[Iceberg] Add support for $deleted and $delete_file_path metadata columns
Description
Adds support for additional Iceberg metadata as hidden columns. The "$deleted" column shows whether each row is deleted, instead of a filtering out deleted rows. The "$delete_file_path" column shows the path of the delete file corresponding to a deleted row, or NULL if the row was not deleted.

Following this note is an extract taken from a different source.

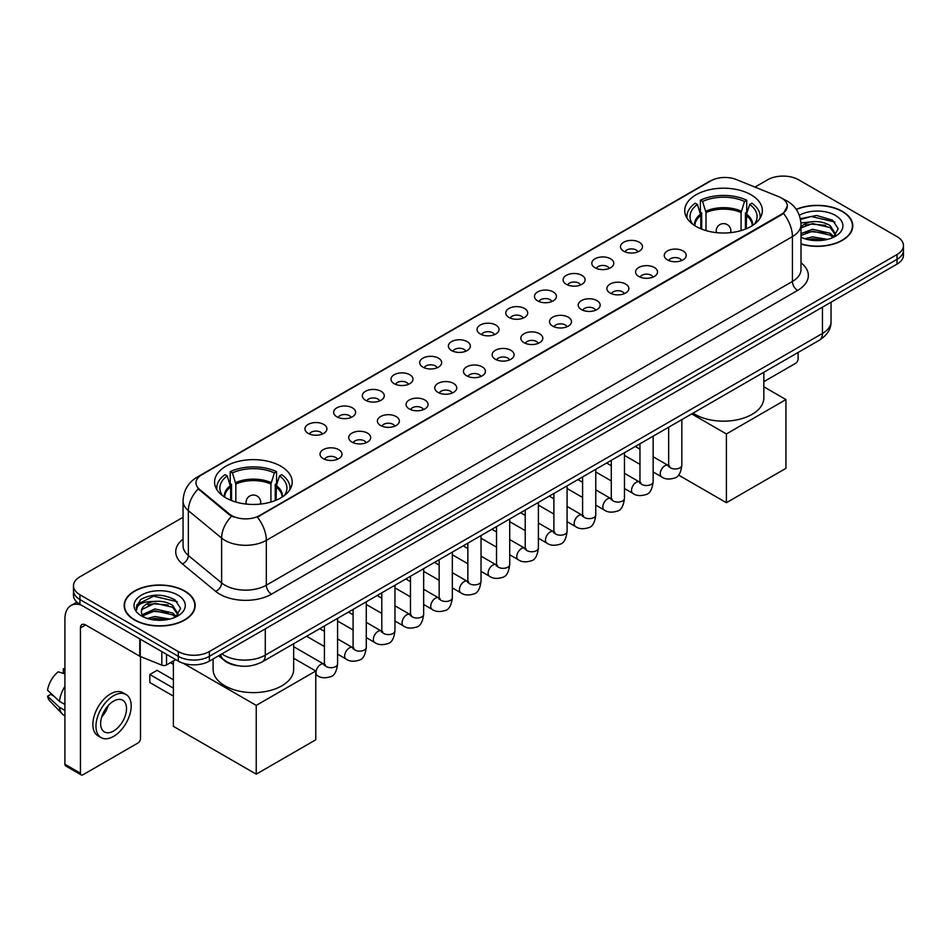 <?xml version="1.0" encoding="UTF-8"?>
<svg xmlns="http://www.w3.org/2000/svg" width="951" height="951" viewBox="0 0 951 951"><rect width="100%" height="100%" fill="white"/><g stroke="black" fill="none" stroke-linecap="round" stroke-linejoin="round"><path stroke-width="1.43" d="M280.83 466.204A38.813 22.408 0 0 0 238.535 461.342A38.813 22.408 0 0 0 214.569 482.05A38.813 22.408 0 0 0 225.946 497.896A38.813 22.408 0 0 0 268.241 502.746A38.813 22.408 0 0 0 292.195 482.05A38.813 22.408 0 0 0 280.83 466.204M750.993 194.753A38.813 22.408 0 0 0 708.697 189.903A38.813 22.408 0 0 0 684.744 210.599A38.813 22.408 0 0 0 696.108 226.445A38.813 22.408 0 0 0 738.404 231.307A38.813 22.408 0 0 0 762.357 210.599A38.813 22.408 0 0 0 750.993 194.753M623.713 251.195A10.984 6.336 180 0 1 621.538 249.4A10.984 6.336 180 0 1 625.176 241.518A10.984 6.336 180 0 1 639.25 242.232A10.984 6.336 180 0 1 641.438 249.4A10.984 6.336 180 0 1 623.713 251.195M637.919 251.86A6.586 3.804 0 0 0 636.148 250.006A6.586 3.804 0 0 0 629.657 249.031A6.586 3.804 0 0 0 625.057 251.86M595.029 267.754A10.984 6.336 180 0 1 592.853 265.971A10.984 6.336 180 0 1 596.491 258.078A10.984 6.336 180 0 1 610.566 258.791A10.984 6.336 180 0 1 612.741 265.971A10.984 6.336 180 0 1 595.029 267.754M609.222 268.42A6.586 3.804 0 0 0 607.463 266.565A6.586 3.804 0 0 0 600.961 265.602A6.586 3.804 0 0 0 596.372 268.42M566.344 284.325A10.984 6.336 180 0 1 564.169 282.53A10.984 6.336 180 0 1 567.806 274.649A10.984 6.336 180 0 1 581.881 275.35A10.984 6.336 180 0 1 584.057 282.53A10.984 6.336 180 0 1 566.344 284.325M580.538 284.979A6.586 3.804 0 0 0 578.779 283.125A6.586 3.804 0 0 0 572.276 282.162A6.586 3.804 0 0 0 567.688 284.979M537.66 300.885A10.984 6.336 180 0 1 535.484 299.089A10.984 6.336 180 0 1 539.122 291.208A10.984 6.336 180 0 1 553.197 291.909A10.984 6.336 180 0 1 555.372 299.089A10.984 6.336 180 0 1 537.66 300.885M551.853 301.538A6.586 3.804 0 0 0 550.082 299.684A6.586 3.804 0 0 0 543.592 298.721A6.586 3.804 0 0 0 539.003 301.538M508.975 317.444A10.984 6.336 180 0 1 506.788 315.649A10.984 6.336 180 0 1 510.437 307.767A10.984 6.336 180 0 1 524.512 308.481A10.984 6.336 180 0 1 526.688 315.649A10.984 6.336 180 0 1 508.975 317.444M523.169 318.098A6.586 3.804 0 0 0 521.398 316.255A6.586 3.804 0 0 0 514.907 315.28A6.586 3.804 0 0 0 510.307 318.098M480.291 334.003A10.984 6.336 180 0 1 478.103 332.208A10.984 6.336 180 0 1 481.741 324.327A10.984 6.336 180 0 1 495.816 325.04A10.984 6.336 180 0 1 498.003 332.208A10.984 6.336 180 0 1 480.291 334.003M494.484 334.669A6.586 3.804 0 0 0 492.713 332.814A6.586 3.804 0 0 0 486.223 331.851A6.586 3.804 0 0 0 481.622 334.669M451.606 350.574A10.984 6.336 180 0 1 449.419 348.779A10.984 6.336 180 0 1 453.056 340.898A10.984 6.336 180 0 1 467.131 341.599A10.984 6.336 180 0 1 469.319 348.779A10.984 6.336 180 0 1 451.606 350.574M465.8 351.228A6.586 3.804 0 0 0 464.029 349.374A6.586 3.804 0 0 0 457.538 348.411A6.586 3.804 0 0 0 452.938 351.228M422.91 367.134A10.984 6.336 180 0 1 420.734 365.339A10.984 6.336 180 0 1 424.372 357.457A10.984 6.336 180 0 1 438.447 358.158A10.984 6.336 180 0 1 440.622 365.339A10.984 6.336 180 0 1 422.91 367.134M437.115 367.787A6.586 3.804 0 0 0 435.344 365.933A6.586 3.804 0 0 0 428.853 364.97A6.586 3.804 0 0 0 424.253 367.787M394.225 383.693A10.984 6.336 180 0 1 392.05 381.898A10.984 6.336 180 0 1 395.687 374.016A10.984 6.336 180 0 1 409.762 374.73A10.984 6.336 180 0 1 411.938 381.898A10.984 6.336 180 0 1 394.225 383.693M408.419 384.347A6.586 3.804 0 0 0 406.659 382.492A6.586 3.804 0 0 0 400.157 381.529A6.586 3.804 0 0 0 395.568 384.347M365.541 400.252A10.984 6.336 180 0 1 363.365 398.457A10.984 6.336 180 0 1 367.003 390.576A10.984 6.336 180 0 1 381.078 391.289A10.984 6.336 180 0 1 383.253 398.457A10.984 6.336 180 0 1 365.541 400.252M379.734 400.918A6.586 3.804 0 0 0 377.963 399.063A6.586 3.804 0 0 0 371.472 398.089A6.586 3.804 0 0 0 366.884 400.918M336.856 416.811A10.984 6.336 180 0 1 334.681 415.028A10.984 6.336 180 0 1 338.318 407.135A10.984 6.336 180 0 1 352.393 407.848A10.984 6.336 180 0 1 354.568 415.028A10.984 6.336 180 0 1 336.856 416.811M351.05 417.477A6.586 3.804 0 0 0 349.279 415.623A6.586 3.804 0 0 0 342.788 414.66A6.586 3.804 0 0 0 338.187 417.477M308.172 433.383A10.984 6.336 180 0 1 305.984 431.588A10.984 6.336 180 0 1 309.622 423.706A10.984 6.336 180 0 1 323.709 424.408A10.984 6.336 180 0 1 325.884 431.588A10.984 6.336 180 0 1 308.172 433.383M322.365 434.036A6.586 3.804 0 0 0 320.594 432.182A6.586 3.804 0 0 0 314.103 431.219A6.586 3.804 0 0 0 309.503 434.036M667.471 259.896A10.984 6.336 180 0 1 665.296 258.101A10.984 6.336 180 0 1 668.933 250.22A10.984 6.336 180 0 1 683.008 250.933A10.984 6.336 180 0 1 685.184 258.101A10.984 6.336 180 0 1 667.471 259.896M681.665 260.55A6.586 3.804 0 0 0 679.906 258.696A6.586 3.804 0 0 0 673.403 257.733A6.586 3.804 0 0 0 668.815 260.55M638.787 276.456A10.984 6.336 180 0 1 636.611 274.661A10.984 6.336 180 0 1 640.249 266.779A10.984 6.336 180 0 1 654.324 267.493A10.984 6.336 180 0 1 656.499 274.661A10.984 6.336 180 0 1 638.787 276.456M652.98 277.121A6.586 3.804 0 0 0 651.209 275.267A6.586 3.804 0 0 0 644.719 274.304A6.586 3.804 0 0 0 640.13 277.121M610.102 293.015A10.984 6.336 180 0 1 607.915 291.232A10.984 6.336 180 0 1 611.564 283.35A10.984 6.336 180 0 1 625.639 284.052A10.984 6.336 180 0 1 627.815 291.232A10.984 6.336 180 0 1 610.102 293.015M624.296 293.681A6.586 3.804 0 0 0 622.525 291.826A6.586 3.804 0 0 0 616.034 290.863A6.586 3.804 0 0 0 611.434 293.681M581.418 309.586A10.984 6.336 180 0 1 579.23 307.791A10.984 6.336 180 0 1 582.868 299.91A10.984 6.336 180 0 1 596.943 300.611A10.984 6.336 180 0 1 599.13 307.791A10.984 6.336 180 0 1 581.418 309.586M595.611 310.24A6.586 3.804 0 0 0 593.84 308.386A6.586 3.804 0 0 0 587.349 307.423A6.586 3.804 0 0 0 582.749 310.24M552.733 326.145A10.984 6.336 180 0 1 550.546 324.35A10.984 6.336 180 0 1 554.183 316.469A10.984 6.336 180 0 1 568.258 317.17A10.984 6.336 180 0 1 570.445 324.35A10.984 6.336 180 0 1 552.733 326.145M566.927 326.799A6.586 3.804 0 0 0 565.156 324.945A6.586 3.804 0 0 0 558.665 323.982A6.586 3.804 0 0 0 554.064 326.799M524.037 342.705A10.984 6.336 180 0 1 521.861 340.91A10.984 6.336 180 0 1 525.499 333.028A10.984 6.336 180 0 1 539.574 333.742A10.984 6.336 180 0 1 541.749 340.91A10.984 6.336 180 0 1 524.037 342.705M538.242 343.359A6.586 3.804 0 0 0 536.471 341.516A6.586 3.804 0 0 0 529.98 340.541A6.586 3.804 0 0 0 525.38 343.359M495.352 359.264A10.984 6.336 180 0 1 493.177 357.469A10.984 6.336 180 0 1 496.814 349.588A10.984 6.336 180 0 1 510.889 350.301A10.984 6.336 180 0 1 513.065 357.469A10.984 6.336 180 0 1 495.352 359.264M509.546 359.93A6.586 3.804 0 0 0 507.786 358.075A6.586 3.804 0 0 0 501.284 357.112A6.586 3.804 0 0 0 496.695 359.93M466.668 375.835A10.984 6.336 180 0 1 464.492 374.04A10.984 6.336 180 0 1 468.13 366.159A10.984 6.336 180 0 1 482.205 366.86A10.984 6.336 180 0 1 484.38 374.04A10.984 6.336 180 0 1 466.668 375.835M480.861 376.489A6.586 3.804 0 0 0 479.09 374.635A6.586 3.804 0 0 0 472.599 373.672A6.586 3.804 0 0 0 468.011 376.489M437.983 392.394A10.984 6.336 180 0 1 435.808 390.599A10.984 6.336 180 0 1 439.445 382.718A10.984 6.336 180 0 1 453.52 383.419A10.984 6.336 180 0 1 455.695 390.599A10.984 6.336 180 0 1 437.983 392.394M452.177 393.048A6.586 3.804 0 0 0 450.405 391.194A6.586 3.804 0 0 0 443.915 390.231A6.586 3.804 0 0 0 439.314 393.048M409.299 408.954A10.984 6.336 180 0 1 407.111 407.159A10.984 6.336 180 0 1 410.749 399.277A10.984 6.336 180 0 1 424.835 399.991A10.984 6.336 180 0 1 427.011 407.159A10.984 6.336 180 0 1 409.299 408.954M423.492 409.608A6.586 3.804 0 0 0 421.721 407.753A6.586 3.804 0 0 0 415.23 406.79A6.586 3.804 0 0 0 410.63 409.608M380.614 425.513A10.984 6.336 180 0 1 378.427 423.718A10.984 6.336 180 0 1 382.064 415.837A10.984 6.336 180 0 1 396.139 416.55A10.984 6.336 180 0 1 398.326 423.718A10.984 6.336 180 0 1 380.614 425.513M394.808 426.179A6.586 3.804 0 0 0 393.036 424.324A6.586 3.804 0 0 0 386.546 423.361A6.586 3.804 0 0 0 381.945 426.179M351.918 442.072A10.984 6.336 180 0 1 349.742 440.289A10.984 6.336 180 0 1 353.38 432.408A10.984 6.336 180 0 1 367.455 433.109A10.984 6.336 180 0 1 369.642 440.289A10.984 6.336 180 0 1 351.918 442.072M366.123 442.738A6.586 3.804 0 0 0 364.352 440.884A6.586 3.804 0 0 0 357.861 439.921A6.586 3.804 0 0 0 353.261 442.738M323.233 458.644A10.984 6.336 180 0 1 321.058 456.849A10.984 6.336 180 0 1 324.695 448.967A10.984 6.336 180 0 1 338.77 449.668A10.984 6.336 180 0 1 340.945 456.849A10.984 6.336 180 0 1 323.233 458.644M337.439 459.297A6.586 3.804 0 0 0 335.667 457.443A6.586 3.804 0 0 0 329.177 456.48A6.586 3.804 0 0 0 324.576 459.297M778.905 196.762A19.769 11.412 180 0 1 781.544 198.046A19.769 11.412 180 0 1 787.333 206.117A19.769 11.412 180 0 1 781.544 214.189L259.599 515.525A19.769 11.412 180 0 1 229.417 514.004L199.567 489.385A19.769 11.412 180 0 1 195.989 482.846A19.769 11.412 180 0 1 201.778 474.775L710.944 180.809A19.769 11.412 180 0 1 736.264 179.525L778.905 196.762M238.416 665.807A21.968 12.684 180 0 1 224.519 660.624L218.647 655.774M801.004 244.074A35.52 20.506 0 0 0 852.785 225.851A35.52 20.506 0 0 0 842.384 211.348A35.52 20.506 0 0 0 796.225 209.339M184.779 591.011A35.52 20.506 0 0 0 146.074 586.577A35.52 20.506 0 0 0 124.141 605.514A35.52 20.506 0 0 0 134.555 620.016A35.52 20.506 0 0 0 173.248 624.462A35.52 20.506 0 0 0 195.181 605.514A35.52 20.506 0 0 0 184.779 591.011M787.333 206.117L783.458 213.381L781.544 214.771L257.376 517.118A25.629 14.8 60 0 1 266.328 540.346A29.291 16.916 180 0 1 224.911 540.346A29.291 16.916 180 0 1 221.619 538.088L188.357 510.651A29.291 16.916 180 0 1 183.056 500.951L183.056 545.803A29.291 16.916 0 0 0 188.357 555.503L221.619 582.927A29.291 16.916 0 0 0 224.911 585.186A29.291 16.916 0 0 0 266.328 585.186L792.421 281.448A29.291 16.916 0 0 0 801.004 269.49L801.004 224.65A29.291 16.916 180 0 1 792.421 236.609A25.629 14.8 -120 0 0 783.458 213.381M183.056 517.273L79.92 576.817A21.968 12.684 0 0 0 73.489 585.78L73.489 595.35A21.968 12.684 0 0 0 79.92 604.325L178.301 661.123L178.301 656.333A21.968 12.684 0 0 0 209.375 656.333L897.019 259.326A21.968 12.684 0 0 0 903.45 250.363A21.968 12.684 0 0 1 897.019 259.326L209.375 656.333A21.968 12.684 0 0 1 178.301 656.333L79.92 599.534L178.301 656.333L178.301 651.554A21.968 12.684 0 0 0 209.375 651.554L897.019 254.547A21.968 12.684 0 0 0 903.45 245.584A21.968 12.684 0 0 0 897.019 236.609L798.638 179.81A21.968 12.684 0 0 0 767.564 179.81L754.963 187.085M73.489 590.571A21.968 12.684 0 0 0 79.92 599.534A21.968 12.684 0 0 1 73.489 590.571M233.863 517.118L229.417 514.871L198.236 488.909A25.629 17.142 129.5 0 0 188.357 510.651L188.357 555.503A7.323 4.898 -50.5 0 1 182.354 563.907A36.614 21.136 180 0 1 183.056 539.098M73.489 585.78A21.968 12.684 0 0 0 79.92 594.755L178.301 651.554M178.301 661.123A21.968 12.684 0 0 0 209.375 661.123L897.019 264.116A21.968 12.684 0 0 0 903.45 255.141L903.45 245.584M801.004 243.836A35.151 20.292 0 0 0 852.429 225.851A35.151 20.292 0 0 0 842.122 211.502A35.151 20.292 0 0 0 796.356 209.541M804.772 238.76L812.534 236.87L827.584 239.39M807.815 239.604L812.534 238.772L824.434 240.056M801.004 233.625L812.534 229.274L830.223 233.28L833.991 236.87M801.004 235.527L812.534 231.176L830.223 235.17L833.005 237.524M800.944 222.95L811.512 221.797A18.307 10.568 0 0 0 801.004 226.992M811.512 221.797C818.538 221.06 824.779 222.356 830.223 225.684L835.584 234.112L835.453 235.515M801.004 227.931L812.534 223.58L830.223 227.586L835.525 235.063M801.004 236.74L802.038 237.75M801.004 237.274A25.629 14.8 0 0 0 835.394 236.312A25.629 14.8 0 0 0 835.394 215.39A25.629 14.8 0 0 0 799.315 215.295M833.314 237.393L838.235 228.727L832.612 220.204L816.588 215.461L800.326 218.682M800.504 219.491L811.227 216.507L834.871 222.011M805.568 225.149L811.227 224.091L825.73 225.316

Will need some feedback to confirm that this logic is what is intended for these columns and the naming of these columns ($is_deleted or $deleted)?
Motivation and Context
Closes #24733.
Impact
Exposes important debugging information not previously available.
Test Plan
Added tests in IcebergDistributedTestBase. Equality delete files have not been tested yet.
Contributor checklist
- [x] Please make sure your submission complies with our contributing guide, in particular code style and commit standards.
- [x] PR description addresses the issue accurately and concisely. If the change is non-trivial, a GitHub Issue is referenced.
- [x] Documented new properties (with its default value), SQL syntax, functions, or other functionality.
- [x] If release notes are required, they follow the release notes guidelines.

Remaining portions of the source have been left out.